Bacalah materi di bawah ini dengan cermat!

A. Pengantar
Sekolah diberi otonomi (kewenangan dan tanggung jawab) yang lebih besar untuk mengelola sekolahnya. Namun, kewenangan dan tanggung jawab yang lebih besar hanya dapat dilaksanakan dengan baik apabila sekolah menerapkan prinsip-prinsip tata kelola yang baik yaitu partisipasi, transparansi, akuntabilitas, efektivitas, efisiensi, berwawasan ke depan, hukum dilaksanakan dengan baik, keadilan, demokrasi/egaliterisme, prediktif, peka terhadap aspirasi stakeholders, dan pasti dalam penjaminan mutu. Berikut uraian singkat tentang partisipasi, transparansi, dan akuntabilitas.

B. Materi Pokok
1. Partisipasi
a. Latar Belakang
MBS mensyaratkan adanya partisipasi aktif dari semua pihak yang terkait dengan penyelenggaraan pendidikan di sekolah (stakeholders), baik warga sekolah seperti guru, kepala sekolah, siswa, dan tenaga-tenaga kependidikan lainnya, maupun warga di luar sekolah seperti orang tua siswa, akademisi, tokoh masyarakat,dan pihak-pihak lain yang mewakili masyarakat yang diwadahi melalui komite sekolah. Saat ini, Komite Sekolah merupakan wadah formal bagi stakeholdersuntuk berpartisipasi secara langsung maupun tidak langsung dalam penyelenggaraan sekolah.
b. Arti Partisipasi
Partisipasi adalah proses di mana stakeholders (warga sekolah dan masyarakat) terlibat aktif baik secara individual maupun kolektif, secara langsung maupun tidak langsung, dalam pengambilan keputusan, pembuatan kebijakan, perencanaan, pelaksanaan, pengawasan/ pengevaluasian pendidikan sekolah. Diharapkan, partisipasi dapat mendorong warga sekolah dan masyarakat sekitar untuk menggunakan haknya dalam menyampaikan pendapat dalam proses pengambilan keputusan, pembuatan kebijakan, perencanaan, pelaksanaan, pengawasan/pengevaluasian yang menyangkut kepentingan sekolah, baik secara individual maupun kolektif, secara langsung maupun tidak langsung.
c.

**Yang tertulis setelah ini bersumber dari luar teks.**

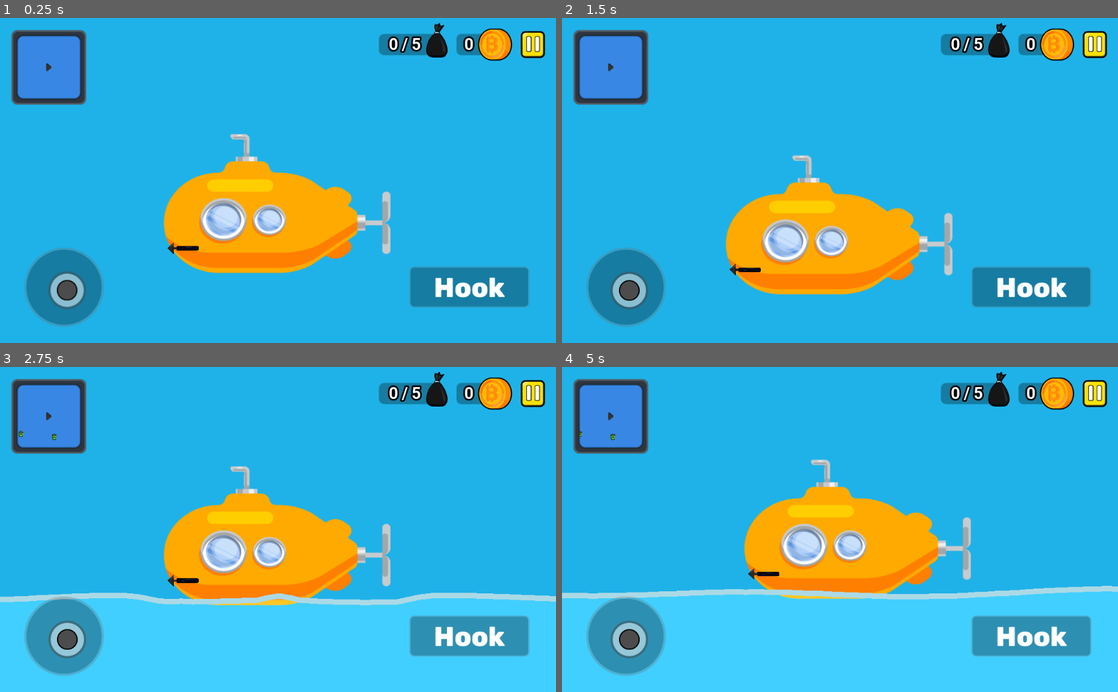
Above: before the commit, frames 1-4 (two rows, left to right).
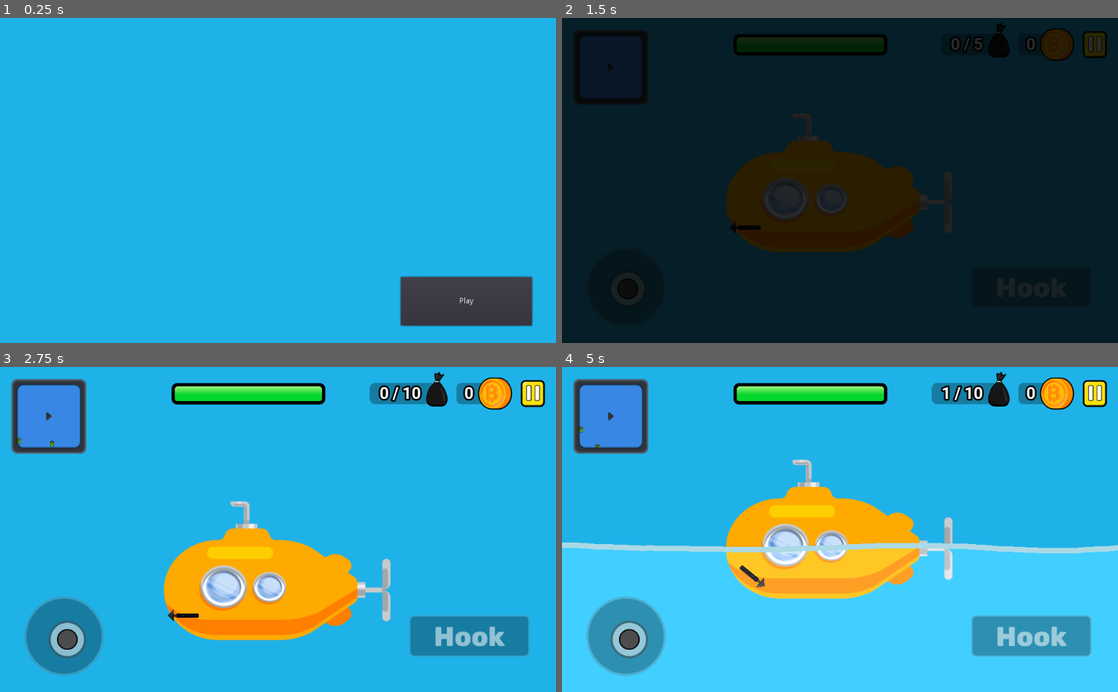
Above: after the commit, the same moments.

Repository: Devpark06/Marine-patch
Game: Godot game, scene res://Scenes/UI/Main.tscn
Same seed, same stepped clock (60 frames per second), same inputs: the game is played once before the commit and once after it. Before the commit the project starts from res://Scenes/Main.tscn.
Inputs (mouse positions are in pixels of both pictures, inside the frame that each line leads up to):
- Up to frame 1 (0.25 s): no input
- Up to frame 2 (1.5 s): click (1029, 291) at 0.5 s, where only the run before the commit has a clickable "Hook"; click (1029, 300) at 1.25 s, where only the run after the commit has a clickable "Play"
- Up to frame 3 (2.75 s): drag from (50, 415) to (278, 578) at 2.02 s
- Up to frame 4 (5 s): drag from (728, 545) to (812, 594) at 2.77 s; click "Hook" at 3.5 s; move the mouse to (895, 458) at 4.27 s; hold Right (ui_right) from 4.28 s (still down); click (895, 458) at 4.42 s

The runs differ from the first frame. In frame 1, 22% of the frame differs, in the area x 2-99%, y 1-96%; in frame 2, 100%, in the area x 0-100%, y 0-100%; in frame 3, 35%; in frame 4, 22%.
Error in both runs: Invalid get index 'rect_size' (on base: 'Nil'). (res://Scripts/UI/MiniMap.gd:40)

Commit message:
Added Scenechanger and Main scene

Diff:
--- a/Scenes/Main.tscn
+++ b/Scenes/Levels/Level1.tscn
@@ -1,29 +1,29 @@
 [gd_scene load_steps=17 format=2]
 
-[ext_resource path="res://Scenes/Arrow.tscn" type="PackedScene" id=1]
-[ext_resource path="res://Scenes/Player.tscn" type="PackedScene" id=2]
-[ext_resource path="res://Scenes/Water/Water.tscn" type="PackedScene" id=3]
-[ext_resource path="res://Scenes/LaunchArea.tscn" type="PackedScene" id=4]
-[ext_resource path="res://Scenes/Arrow_holder.tscn" type="PackedScene" id=5]
-[ext_resource path="res://Scripts/Line2D.gd" type="Script" id=6]
-[ext_resource path="res://Assets/Arrow/Chain.png" type="Texture" id=7]
-[ext_resource path="res://Scripts/Garbage spawner.gd" type="Script" id=8]
-[ext_resource path="res://Scenes/UI/MiniMap.tscn" type="PackedScene" id=9]
-[ext_resource path="res://Scenes/UI/Joypad.tscn" type="PackedScene" id=10]
-[ext_resource path="res://Assets/UI/Hud/Action button.png" type="Texture" id=11]
-[ext_resource path="res://Resourses/Fonts/Rubick_extrabold.tres" type="DynamicFont" id=12]
-[ext_resource path="res://Resourses/Shortcuts/ActionShortcut.tres" type="ShortCut" id=13]
+[ext_resource path="res://Scenes/UI/MiniMap.tscn" type="PackedScene" id=1]
+[ext_resource path="res://Assets/Arrow/Chain.png" type="Texture" id=2]
+[ext_resource path="res://Resourses/Fonts/Rubick_extrabold.tres" type="DynamicFont" id=3]
+[ext_resource path="res://Scripts/Garbage spawner.gd" type="Script" id=4]
+[ext_resource path="res://Scenes/Arrow.tscn" type="PackedScene" id=5]
+[ext_resource path="res://Scripts/Level.gd" type="Script" id=6]
+[ext_resource path="res://Assets/UI/Hud/Action button.png" type="Texture" id=7]
+[ext_resource path="res://Resourses/Shortcuts/ActionShortcut.tres" type="ShortCut" id=8]
+[ext_resource path="res://Scripts/Line2D.gd" type="Script" id=9]
+[ext_resource path="res://Scenes/Arrow_holder.tscn" type="PackedScene" id=10]
+[ext_resource path="res://Scenes/LaunchArea.tscn" type="PackedScene" id=11]
+[ext_resource path="res://Scenes/Player.tscn" type="PackedScene" id=12]
+[ext_resource path="res://Scenes/Water/Water.tscn" type="PackedScene" id=13]
+[ext_resource path="res://Scenes/UI/Joypad.tscn" type="PackedScene" id=14]
 [ext_resource path="res://Scenes/UI/Hud.tscn" type="PackedScene" id=15]
-[ext_resource path="res://Scripts/Level.gd" type="Script" id=38]
 
 [sub_resource type="RectangleShape2D" id=1]
 extents = Vector2( 503, 292.5 )
 
-[node name="Level" type="Node2D"]
-script = ExtResource( 38 )
+[node name="Level 1" type="Node2D"]
+script = ExtResource( 6 )
 
-[node name="Player" parent="." groups=["Player"] instance=ExtResource( 2 )]
-position = Vector2( 507, -1608 )
+[node name="Player" parent="." groups=["Player"] instance=ExtResource( 12 )]
+position = Vector2( 575, -946 )
 
 [node name="Camera2D" type="Camera2D" parent="Player"]
 current = true
@@ -88,17 +88,18 @@
 
 [node name="Tween" type="Tween" parent="Garbage_spawner"]
 
-[node name="Water" parent="." instance=ExtResource( 3 )]
+[node name="Water" parent="." instance=ExtResource( 13 )]
 point_per_distance = 20
 
 [node name="CollisionPolygon2D" type="CollisionPolygon2D" parent="Water"]
+position = Vector2( 0, 21.6098 )
 polygon = PoolVector2Array( -1321, -466, 1802, -466, 1802, 875, -1321, 875 )
 
 [node name="HudLayer" type="CanvasLayer" parent="."]
 
 [node name="Hud" parent="HudLayer" instance=ExtResource( 15 )]
 
-[node name="MiniMap" parent="HudLayer/Hud" instance=ExtResource( 9 )]
+[node name="MiniMap" parent="HudLayer/Hud" instance=ExtResource( 1 )]
 margin_left = 15.0
 margin_top = 16.0
 margin_right = 165.0
--- a/Scenes/UI/Hud.tscn
+++ b/Scenes/UI/Hud.tscn
@@ -19,12 +19,53 @@
 [ext_resource path="res://Assets/UI/Hud/Loose panel.png" type="Texture" id=17]
 [ext_resource path="res://Assets/UI/Hud/Star .png" type="Texture" id=18]
 
+[sub_resource type="StyleBoxFlat" id=1]
+bg_color = Color( 0.0196078, 0.843137, 0.184314, 1 )
+border_width_top = 15
+border_color = Color( 0.588235, 0.960784, 0.466667, 1 )
+border_blend = true
+corner_radius_top_left = 5
+corner_radius_top_right = 5
+corner_radius_bottom_right = 5
+corner_radius_bottom_left = 5
+
+[sub_resource type="StyleBoxFlat" id=2]
+bg_color = Color( 0.145098, 0.133333, 0.133333, 1 )
+border_width_left = 6
+border_width_top = 6
+border_width_right = 6
+border_width_bottom = 6
+border_color = Color( 0, 0, 0, 1 )
+corner_radius_top_left = 10
+corner_radius_top_right = 10
+corner_radius_bottom_right = 10
+corner_radius_bottom_left = 10
+expand_margin_left = 6.0
+expand_margin_right = 6.0
+expand_margin_top = 6.0
+expand_margin_bottom = 6.0
+
 [node name="Hud" type="Control"]
 anchor_right = 1.0
 anchor_bottom = 1.0
 mouse_filter = 2
 input_pass_on_modal_close_click = false
 script = ExtResource( 1 )
+__meta__ = {
+"_edit_use_anchors_": false
+}
+
+[node name="LifeBar" type="ProgressBar" parent="."]
+anchor_left = 0.5
+anchor_right = 0.5
+margin_left = -190.0
+margin_top = 36.0
+margin_right = 81.0
+margin_bottom = 63.0
+custom_styles/fg = SubResource( 1 )
+custom_styles/bg = SubResource( 2 )
+value = 25.0
+percent_visible = false
 __meta__ = {
 "_edit_use_anchors_": false
 }
@@ -469,7 +510,7 @@
 margin_bottom = 145.0
 custom_colors/font_color = Color( 0, 0, 0, 1 )
 custom_fonts/font = ExtResource( 11 )
-text = "You Loose!"
+text = "Game over!"
 align = 1
 valign = 1
 __meta__ = {
@@ -519,11 +560,7 @@
 size_flags_vertical = 2
 texture_normal = ExtResource( 8 )
 
-[node name="Tween1" type="Tween" parent="."]
-
-[node name="Tween2" type="Tween" parent="."]
-
-[node name="Tween3" type="Tween" parent="."]
+[node name="Tween" type="Tween" parent="."]
 
 [connection signal="pressed" from="Container/Buttons/TextureButton" to="." method="PauseButton_pressed"]
 [connection signal="pressed" from="PauseLayer/PauseMenu/NinePatchRect/ButtonsContainer/ResumeButton" to="." method="ResumeButton_pressed"]
--- /dev/null
+++ b/Scenes/UI/Main.tscn
@@ -0,0 +1,23 @@
+[gd_scene load_steps=2 format=2]
+
+[ext_resource path="res://Scripts/UI/Main.gd" type="Script" id=1]
+
+[node name="Main" type="Control"]
+anchor_right = 1.0
+anchor_bottom = 1.0
+script = ExtResource( 1 )
+__meta__ = {
+"_edit_use_anchors_": false
+}
+
+[node name="Button" type="Button" parent="."]
+margin_left = 738.0
+margin_top = 478.0
+margin_right = 980.0
+margin_bottom = 568.0
+text = "Play"
+__meta__ = {
+"_edit_use_anchors_": false
+}
+
+[connection signal="button_down" from="Button" to="." method="_on_Button_button_down"]
--- a/Scripts/Arrow.gd
+++ b/Scripts/Arrow.gd
@@ -20,8 +20,8 @@
 var cycle = false
 var hit = false
 
-func launch(direction):
-	self.apply_impulse(Vector2.ZERO, direction * launch_force)
+func launch(dir):
+	self.apply_impulse(Vector2.ZERO, dir * launch_force)
 	SoundEffect.play("ArrowLaunch", "Arrow")
 	state = Launched
 
@@ -45,8 +45,7 @@
 			Tween.EASE_OUT
 		)
 		$Tween.start()
-	self.global_position = Arrow_holder.global_position
-	self.global_rotation = Arrow_holder.global_rotation
+	yield(get_tree().create_timer(0.6), "timeout")
 	state = Idle
 	hit = false
 
--- a/Scripts/Launch area.gd
+++ b/Scripts/Launch area.gd
@@ -7,19 +7,16 @@
 var garbage_on_screen = []
 var vector_angle = 0
 
-#func _physics_process(_delta):
-#	var color = Action_button_label.get("theme_overrides/colors")
-#	var font_color = color.font_color
-#
-#	if garbage_on_screen.size() == 0:
-#		Action_button.disabled = true
-#	else:
-#		Action_button.disabled = false
-#
-#	if Action_button.disabled == true:
-#		font_color.a = 0.52
-#	else:
-#		font_color.a = 1
+func _physics_process(_delta):
+	if garbage_on_screen.size() == 0:
+		Action_button.disabled = true
+	else:
+		Action_button.disabled = false
+
+	if Action_button.disabled == true:
+		Action_button_label.modulate.a = 0.53
+	else:
+		Action_button_label.modulate.a = 1
 
 func on_body_entered(body):
 	if body.is_in_group("Arrow"):
--- a/Scripts/Player.gd
+++ b/Scripts/Player.gd
@@ -34,35 +34,25 @@
 
 	if state == Out_of_water:
 		Arrow.global_position = Arrow_holder.global_position
-		if AudioServer.get_bus_effect_count(SoundEffect.SoundEffect_index) != 0:
-			AudioServer.remove_bus_effect(SoundEffect.SoundEffect_index, 0)
-			SoundEffect.change_pitch("Submarine", 0.8, 2 * delta)
-		gravity = 35
-		max_y_speed = 450
+		SoundEffect.change_pitch("Submarine", 0.8, 2 * delta)
 		motion.y += gravity
 		motion.y = clamp(motion.y, -max_y_speed, max_y_speed)
 		motion = move_and_slide(motion)
 	elif state == In_water:
-		var effect = AudioEffectLowPassFilter.new()
-		effect.cutoff_hz = 1000
-		effect.resonance = 0.5
-		effect.db = 6
-		AudioServer.add_bus_effect(SoundEffect.SoundEffect_index, effect, 0)
+		pass
 	else:
-		if AudioServer.get_bus_effect_count(SoundEffect.SoundEffect_index) != 0:
-			AudioServer.remove_bus_effect(SoundEffect.SoundEffect_index, 0)
-			SoundEffect.change_pitch("Submarine", 0.8, 2 * delta)
+		SoundEffect.change_pitch("Submarine", 0.8, 2 * delta)
 
 	if input_vector != Vector2.ZERO and Arrow.state == Arrow.Idle:
 		if SoundEffect.is_playing("Submarine") == false:
 			SoundEffect.play("Submarine")
 		else:
-			SoundEffect.change_pitch("Submarine", 0.2, 2 * delta)
+			SoundEffect.change_pitch("Submarine", 0.4, 2 * delta)
 		velocity += input_vector * Acceleration * delta
 		velocity = velocity.clamped(Max_speed * delta)
 	else:
 		velocity = velocity.move_toward(Vector2.ZERO, Friction * delta)
-		SoundEffect.change_pitch("Submarine", 0.1, 2 * delta)
+		SoundEffect.change_pitch("Submarine", 0.3, 2 * delta)
 
 	move_and_collide(velocity)
 
@@ -71,6 +61,7 @@
 		state = In_water
 		Waterbody.apply_force(global_position, water_force * Vector2.DOWN, water_width)
 		SoundEffect.play("Splash")
+		move_and_slide(Vector2(0,4000))
 
 func Water_body_exited(body):
 	if body.is_in_group("Player"):
--- a/Scripts/UI/Hud.gd
+++ b/Scripts/UI/Hud.gd
@@ -1,5 +1,6 @@
 extends Control
 
+onready var Lifebar = $LifeBar
 onready var Garbage_counter = $Container/Counters/Garbage_counter
 onready var Garbage_counter_label = Garbage_counter.get_node("Label")
 onready var Coin_counter = $Container/Counters/Coin_counter
@@ -11,6 +12,9 @@
 onready var Win_star3 = Win_screen.get_node("NinePatchRect/Star3")
 onready var Win_screen_coins = Win_screen.get_node("NinePatchRect/VBoxContainer/HBoxContainer/Label")
 onready var Loose_screen = get_node("WinLooseLayer/LooseScreen")
+var Star_tween_type = Tween.TRANS_BOUNCE
+var Star_tween_animtime = 0.5
+var Star_tween_delay = 0.3
 
 func _ready():
 	change_text()
@@ -18,42 +22,43 @@
 func change_text():
 	Garbage_counter_label.text = "%s / %s" % [Global.Garbage_collected,Global.Total_garbage_count]
 	Coin_counter_label.text = str(Global.Coin_collected)
+	Lifebar.value = Global.health
 
-func scale_element(tween_node, element, animtime, animtype, easetype = Tween.EASE_OUT):
-	tween_node.interpolate_property(
+func scale_element(element, animtime, animtype, easetype = Tween.EASE_OUT):
+	$Tween.interpolate_property(
 		element,
 		"rect_scale",
-		Vector2(0, 0),
+		Vector2(3, 3),
 		Vector2(1, 1),
 		animtime,
 		animtype,
 		easetype)
-	tween_node.start()
+	$Tween.start()
 
 func show_gameover(type, stars = 0):
 	if type == "win":
 		Win_screen.visible = true
 		if stars == 1:
 			Win_star1.visible = true
-			scale_element($Tween1, Win_star1, 0.9, Tween.TRANS_ELASTIC)
-			yield(get_tree().create_timer(1.0), "timeout")
+			scale_element(Win_star1, Star_tween_animtime, Star_tween_type)
+			yield(get_tree().create_timer(Star_tween_delay), "timeout")
 		elif stars == 2:
 			Win_star1.visible = true
-			scale_element($Tween1, Win_star1, 0.9, Tween.TRANS_ELASTIC)
-			yield(get_tree().create_timer(1.0), "timeout")
+			scale_element(Win_star1, Star_tween_animtime, Star_tween_type)
+			yield(get_tree().create_timer(Star_tween_delay), "timeout")
 			Win_star2.visible = true
-			scale_element($Tween2, Win_star2, 0.9, Tween.TRANS_ELASTIC)
-			yield(get_tree().create_timer(1.0), "timeout")
+			scale_element(Win_star2, Star_tween_animtime, Star_tween_type)
+			yield(get_tree().create_timer(Star_tween_delay), "timeout")
 		elif stars == 3:
 			Win_star1.visible = true
-			scale_element($Tween1, Win_star1, 0.9, Tween.TRANS_ELASTIC)
-			yield(get_tree().create_timer(1.0), "timeout")
+			scale_element(Win_star1, Star_tween_animtime, Star_tween_type)
+			yield(get_tree().create_timer(Star_tween_delay), "timeout")
 			Win_star2.visible = true
-			scale_element($Tween2, Win_star2, 0.9, Tween.TRANS_ELASTIC)
-			yield(get_tree().create_timer(1.0), "timeout")
+			scale_element(Win_star2, Star_tween_animtime, Star_tween_type)
+			yield(get_tree().create_timer(Star_tween_delay), "timeout")
 			Win_star3.visible = true
-			scale_element($Tween3, Win_star3, 0.9, Tween.TRANS_ELASTIC)
-			yield(get_tree().create_timer(1.0), "timeout")
+			scale_element(Win_star3, Star_tween_animtime, Star_tween_type)
+			yield(get_tree().create_timer(Star_tween_delay), "timeout")
 		Win_screen_coins.text = "+" + str(Global.coins)
 	elif type == "loose":
 		Loose_screen.visible = true
@@ -67,6 +72,7 @@
 	Pause_menu.visible = false
 
 func RestartButton_pressed():
+	SoundEffect.stop("Submarine")
 	get_tree().paused = false
 	Pause_menu.visible = false
 	get_tree().reload_current_scene()
@@ -74,4 +80,7 @@
 	change_text()
 
 func HomeButton_pressed():
-	pass
+	SoundEffect.stop("Submarine")
+	SceneChanger.change_scene("res://Scenes/UI/Main.tscn")
+	get_tree().paused = false
+	Global.reset()
--- /dev/null
+++ b/Scripts/UI/Main.gd
@@ -0,0 +1,7 @@
+extends Control
+
+func _ready():
+	pass
+
+func _on_Button_button_down():
+	SceneChanger.change_scene("res://Scenes/Levels/Level1.tscn")
--- /dev/null
+++ b/Singleton/SceneChanger.gd
@@ -0,0 +1,15 @@
+extends CanvasLayer
+
+signal scene_changed()
+
+onready var animation_player = $AnimationPlayer
+onready var black = $Control/Black
+
+func change_scene(path, animation = "fade", delay = 0.5):
+	yield(get_tree().create_timer(delay), "timeout")
+	animation_player.play(animation)
+	yield(animation_player, "animation_finished")
+	get_tree().change_scene(path)
+	animation_player.play_backwards(animation)
+	yield(animation_player, "animation_finished")
+	emit_signal("scene_changed")
--- /dev/null
+++ b/Singleton/SceneChanger.tscn
@@ -0,0 +1,45 @@
+[gd_scene load_steps=3 format=2]
+
+[ext_resource path="res://Singleton/SceneChanger.gd" type="Script" id=1]
+
+[sub_resource type="Animation" id=2]
+resource_name = "fade"
+length = 0.4
+tracks/0/type = "value"
+tracks/0/path = NodePath("Control/Black:modulate")
+tracks/0/interp = 1
+tracks/0/loop_wrap = true
+tracks/0/imported = false
+tracks/0/enabled = true
+tracks/0/keys = {
+"times": PoolRealArray( 0, 0.4 ),
+"transitions": PoolRealArray( 1, 1 ),
+"update": 0,
+"values": [ Color( 1, 1, 1, 0 ), Color( 1, 1, 1, 1 ) ]
+}
+
+[node name="SceneChanger" type="CanvasLayer"]
+pause_mode = 2
+layer = 50
+script = ExtResource( 1 )
+
+[node name="Control" type="Control" parent="."]
+anchor_right = 1.0
+anchor_bottom = 1.0
+mouse_filter = 2
+__meta__ = {
+"_edit_use_anchors_": false
+}
+
+[node name="Black" type="ColorRect" parent="Control"]
+modulate = Color( 1, 1, 1, 0 )
+anchor_right = 1.0
+anchor_bottom = 1.0
+mouse_filter = 2
+color = Color( 0, 0, 0, 1 )
+__meta__ = {
+"_edit_use_anchors_": false
+}
+
+[node name="AnimationPlayer" type="AnimationPlayer" parent="."]
+anims/fade = SubResource( 2 )
--- a/Singleton/SoundEffect.gd
+++ b/Singleton/SoundEffect.gd
@@ -6,8 +6,18 @@
 onready var SoundEffect_index = AudioServer.get_bus_index("SoundEffect")
 onready var UiSound_index = AudioServer.get_bus_index("UiSound")
 
-func _ready():
-	randomize()
+func stop(sfx = null, group = ""):
+	if sfx != null:
+		if group == "":
+			get_node(sfx).stop()
+		else:
+			get_node(group).get_node(sfx).stop()
+	else:
+		for i in get_children():
+			if i.playing:
+				i.stop()
+			else:
+				pass
 
 func play(sfx = null, group = ""):
 	randomize()
--- a/Singleton/SoundEffect.tscn
+++ b/Singleton/SoundEffect.tscn
@@ -1,7 +1,7 @@
 [gd_scene load_steps=58 format=2]
 
 [ext_resource path="res://Singleton/SoundEffect.gd" type="Script" id=1]
-[ext_resource path="res://Assets/sfx/submarine.ogg" type="AudioStream" id=2]
+[ext_resource path="res://Assets/sfx/submarine.wav" type="AudioStream" id=2]
 [ext_resource path="res://Assets/sfx/Arrow/Arrow launch.ogg" type="AudioStream" id=3]
 [ext_resource path="res://Assets/sfx/Garbage impacts/can impact2.ogg" type="AudioStream" id=4]
 [ext_resource path="res://Assets/sfx/Garbage impacts/can impact1.ogg" type="AudioStream" id=5]
@@ -59,15 +59,16 @@
 [ext_resource path="res://Assets/sfx/water splash.ogg" type="AudioStream" id=57]
 
 [node name="SoundEffect" type="Node2D"]
+pause_mode = 2
 script = ExtResource( 1 )
 
 [node name="Submarine" type="AudioStreamPlayer" parent="."]
 stream = ExtResource( 2 )
-volume_db = -15.376
-pitch_scale = 0.1
-bus = "SoundEffect"
-
-[node name="Arrow" type="Node2D" parent="."]
+volume_db = -20.0
+pitch_scale = 0.4
+bus = "SoundEffect"
+
+[node name="Arrow" type="Node2D" parent="." groups=["group"]]
 
 [node name="ArrowLaunch" type="AudioStreamPlayer" parent="Arrow"]
 stream = ExtResource( 3 )
@@ -80,7 +81,7 @@
 stream = ExtResource( 57 )
 bus = "SoundEffect"
 
-[node name="Impact" type="Node2D" parent="."]
+[node name="Impact" type="Node2D" parent="." groups=["group"]]
 
 [node name="Book impact" type="Node2D" parent="Impact"]
 script = ExtResource( 1 )
--- a/project.godot
+++ b/project.godot
@@ -11,7 +11,7 @@
 [application]
 
 config/name="Marine patch"
-run/main_scene="res://Scenes/Main.tscn"
+run/main_scene="res://Scenes/UI/Main.tscn"
 config/icon="res://logo.png"
 
 [audio]
@@ -21,6 +21,7 @@
 [autoload]
 
 Global="*res://Singleton/Global.gd"
+SceneChanger="*res://Singleton/SceneChanger.tscn"
 SoundEffect="*res://Singleton/SoundEffect.tscn"
 
 [display]
Not shown, removed: Assets/sfx/submarine.ogg.import
Not shown, added: Assets/sfx/submarine.wav.import
Not shown: 4 places in Scenes/Levels/Level1.tscn that only renumber resources
Not shown: 1 places in Scenes/UI/Hud.tscn that only renumber resources
Not shown, removed: Assets/sfx/submarine.ogg
Not shown, added: Assets/sfx/submarine.wav

Tujuan Partisipasi
Tujuan utama peningkatan partisipasi adalah untuk: (1) meningkatkan dedikasi/ kontribusi stakeholders terhadap penyelenggaraan pendidikan di sekolah, baik dalam bentuk jasa (pemikiran/intelektualitas, keterampilan), moral, finansial, dan material/barang; (2) memberdayakan kemampuan yang ada pada stakeholders bagi pendidikan untuk mewujudkan tujuan pendidikan nasional; (3) meningkatkan peran stakeholders dalam penyelenggaraan pendidikan di sekolah, baik sebagai advisor, supporter, mediator, controller, resource linker, and education provider, dan (4) menjamin agar setiap keputusan dan kebijakan yang diambil benar-benar mencerminkan aspirasi stakeholders dan menjadikan aspirasi stakeholders sebagai panglima bagi penyelenggaraan pendidikan di sekolah.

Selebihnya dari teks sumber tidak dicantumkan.